Feb. 2, 2025
Recent explorations in R have reminded me about two ways of thinking about how you refer to objects or (parts of objects) in the language.
Slots are probably what you learn about first, they use the $
syntax. In R, the $
operator is used to access specific elements or columns within a data structure, such as a list, data frame, or environment. You can think of it as an ersatz shorthand for the tidyverse::select()
function, except that the latter is more powerful because you can do funky things like selecting multiple columns programmatically. By programmatically I mean “in some way that is not predetermined until you run your code”, e.g. because you are selecting a subset of columns of your data frame that didn’t exist until (long) before that step. Anyway, back to $
, it’s a way of selecting a particular column of a data frame or any smaller part of an object in R. In fact, one of my main use cases for $
used to be for recalculating columns in a data frame when I wasn’t confident about using mutate()
: changing a column to a factor with mutate()
gave me the heebie-jeebies for a long time.

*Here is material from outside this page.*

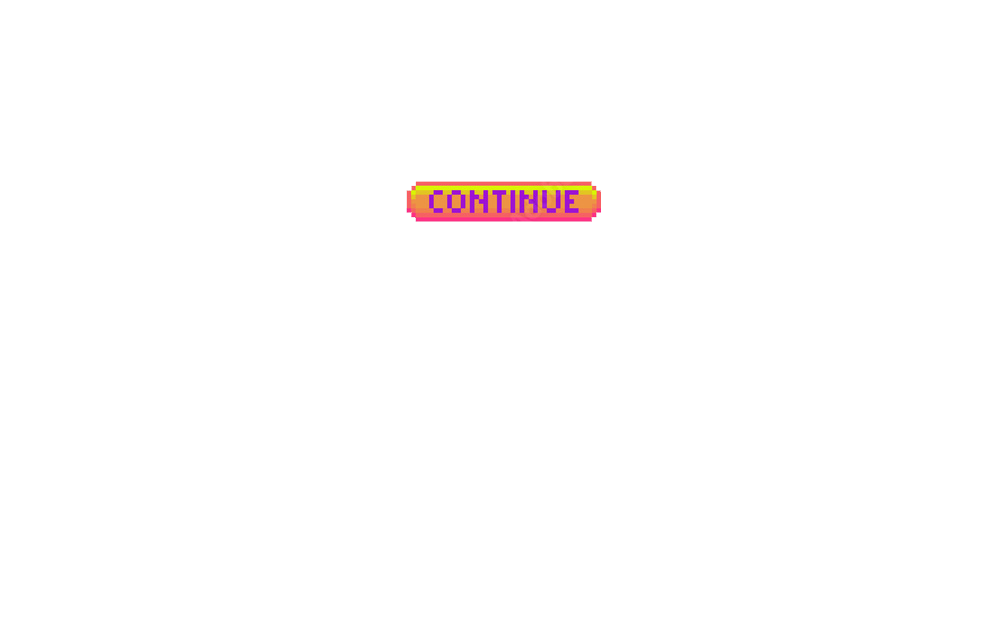
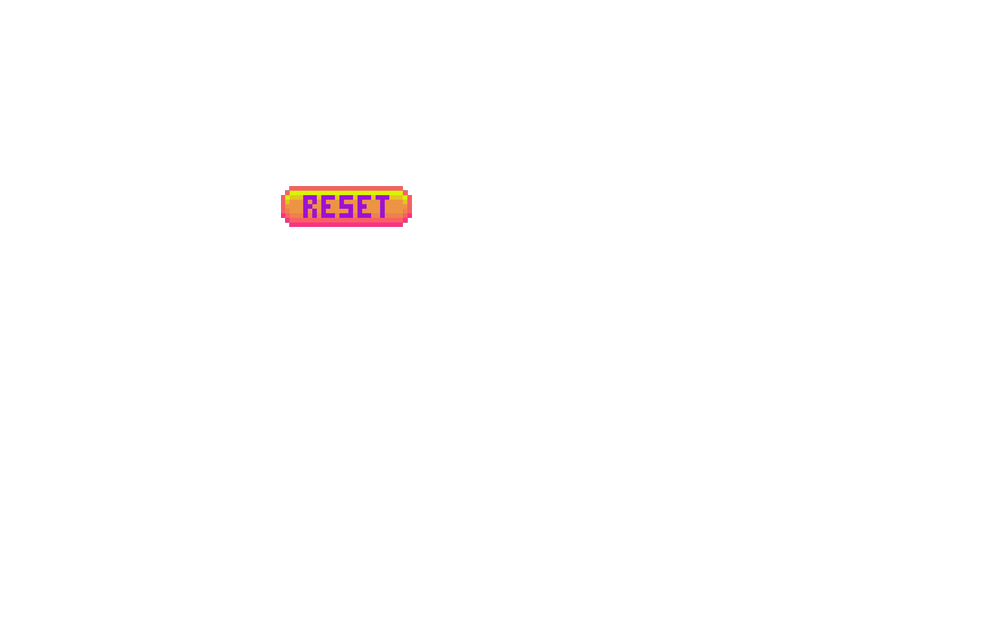
Layers edited between the first and the second 1000 × 638 image:
hid "continue", painted on it over left=406, top=181, right=601, bottom=223
showed "reset", painted on it over left=281, top=185, right=412, bottom=227

Here are some examples of how the $
syntax is used in R:
So the $
operator is a versatile tool in R for accessing and manipulating elements in data frames, lists, environments, and other objects. It is particularly useful for working with named elements or columns. And then pipes come along and change everything. At least they did for me. You that adage about how if you have a hammer everything looks like a nail? That’s been with pipes in R for quite a long time.
For those uninitiated into pipe lore, it’s an operator in R that you follow with a function that takes an argument that, unless otherwise explicitly denoted by the user, is the previous line of code. So something like:
my_processed_tibble <- my_tibble %>%
select(all_of(my_interesting_columns)) %>%
mutate(interesting_column_sum = interesting_column_1 + interesting_column_2)
is actually really the incredibly long and fraught (at least horizontally):
my_processed_tibble <- mutate(select(my_tibble,all_of(my_interesting_columns)), interesting_column_sum = interesting_column_1 + interesting_column_2)
It was incredibly stressful to copy and paste that together from the version with the pipes. I’m not even sure it’s right! The top version is a lot easier to debug, because you have the chain of functions applied in order to the original data frame. Note that I’ve used %>%
which is the pipe function from the magrittr
package. Version 4.1.0 of R introduced a ’native’ pipe operator, it looks like this |>
. I’ve continued using the OG magrittr
pipe for two reasons. The first is simple muscle memory, and the second is that it lets you use .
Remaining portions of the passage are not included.